Etiket arşivi: güvenlik

Schneier usta ‘yerli-milli yazılım’ hakkında ne düşünüyor?

Türkiye’de birkaç senede bir gündeme gelen ‘yerli milli yazılım’ konusu sadece ülkemizde tartışılmıyor. Özellikle Çin nüfusuna dayalı büyük pazar olma özelliğiyle bir yandan teknoloji şirketlerinin ağzını sulandırırken, diğer taraftan da kabul edilmesi zor şartları şirketlerin önüne koyuyor. Serbest piyasa ekonomisinin hayat bulduğu ABD’de dahi yabancı yazılımlar yasaklanarak yerlerini ABD menşeli güvenlik ürünlerine bırakması isteniyor. Peki güvenlikçiler bu konuda ne düşünüyor?

Estonya’nın başkenti Tallinn’de onuncusu düzenlenen stratejik siber güvenlik konferansı CyCon’a keynote konuşmacısı olarak katılan Bruce Schneier ilham verici ve çok iyi yapılandırdığı konuşmasında Türkiye’de de sıklıkla gündeme gelen ‘yerli-milli’ teknoloji konusu hakkında fikirlerini paylaştı.

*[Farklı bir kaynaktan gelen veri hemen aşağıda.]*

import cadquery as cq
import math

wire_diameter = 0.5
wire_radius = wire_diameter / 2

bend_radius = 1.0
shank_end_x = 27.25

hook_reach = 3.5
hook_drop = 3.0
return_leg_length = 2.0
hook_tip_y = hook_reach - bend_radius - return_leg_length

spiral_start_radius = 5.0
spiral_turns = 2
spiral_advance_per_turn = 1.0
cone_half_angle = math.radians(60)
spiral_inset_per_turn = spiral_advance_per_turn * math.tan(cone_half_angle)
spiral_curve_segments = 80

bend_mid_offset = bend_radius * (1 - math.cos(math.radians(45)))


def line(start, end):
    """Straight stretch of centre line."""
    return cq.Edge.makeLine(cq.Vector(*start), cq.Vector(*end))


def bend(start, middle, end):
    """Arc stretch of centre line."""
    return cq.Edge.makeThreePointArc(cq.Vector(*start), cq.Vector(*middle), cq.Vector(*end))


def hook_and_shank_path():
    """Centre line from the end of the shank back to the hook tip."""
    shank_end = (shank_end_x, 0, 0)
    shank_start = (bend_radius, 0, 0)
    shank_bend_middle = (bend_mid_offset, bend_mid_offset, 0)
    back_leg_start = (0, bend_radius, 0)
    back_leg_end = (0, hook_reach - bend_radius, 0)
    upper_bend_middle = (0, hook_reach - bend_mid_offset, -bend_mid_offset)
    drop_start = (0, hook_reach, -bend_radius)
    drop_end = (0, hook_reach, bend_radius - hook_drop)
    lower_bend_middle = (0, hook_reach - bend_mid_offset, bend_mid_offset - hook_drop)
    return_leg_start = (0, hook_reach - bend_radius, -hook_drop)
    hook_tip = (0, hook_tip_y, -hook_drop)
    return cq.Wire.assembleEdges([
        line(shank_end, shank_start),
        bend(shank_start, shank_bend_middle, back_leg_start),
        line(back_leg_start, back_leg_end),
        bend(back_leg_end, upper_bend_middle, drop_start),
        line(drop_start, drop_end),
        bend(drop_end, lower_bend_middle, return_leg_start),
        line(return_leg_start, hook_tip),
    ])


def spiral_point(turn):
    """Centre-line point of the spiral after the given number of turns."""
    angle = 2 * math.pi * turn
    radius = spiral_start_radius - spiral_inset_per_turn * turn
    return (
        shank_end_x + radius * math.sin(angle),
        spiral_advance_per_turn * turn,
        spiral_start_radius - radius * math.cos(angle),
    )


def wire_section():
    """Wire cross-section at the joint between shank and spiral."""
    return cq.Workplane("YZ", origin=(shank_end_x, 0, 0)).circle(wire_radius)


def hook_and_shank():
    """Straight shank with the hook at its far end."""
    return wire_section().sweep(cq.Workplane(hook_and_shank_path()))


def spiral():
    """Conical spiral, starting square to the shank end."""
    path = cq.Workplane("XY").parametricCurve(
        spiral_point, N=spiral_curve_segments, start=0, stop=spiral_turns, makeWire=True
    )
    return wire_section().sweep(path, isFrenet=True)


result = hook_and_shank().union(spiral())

Dünyaca ünlü güvenlik uzmanı Schneier, teknolojinin gelişimi ile ilgili olumsuz fikirleri ile biliniyor. Son zamanlarda yaptığı ‘IoT’nin gelişmesi durdurulmalı’ uyarısı bunun en iyi göstergelerinden birini oluşturuyor. Yerli-milli teknoloji ile ilgili görüşlerinden önce Schneier’in ufuk açısı konuşmasından bazı notları sizler için derledik:

Tüm dijital aygıtlar birer bilgisayar halini aldı. Örneğin cebinizdeki telefon değil, sizin başkalarını aramanızı sağlayan bir bilgisayar, arabalar artık dört tekerleği ve motoru olan bilgisayarlar, ATM’ler içinde para olan bilgisayarlar… Dolayısıyla geleneksel olarak İnternet Güvenliği olarak bilinen kavram artık ‘Her Şeyin Güvenliği’ olarak değişti ve bu alanda kazanılan tecrübe daha geniş bir uygulama alanı buldu.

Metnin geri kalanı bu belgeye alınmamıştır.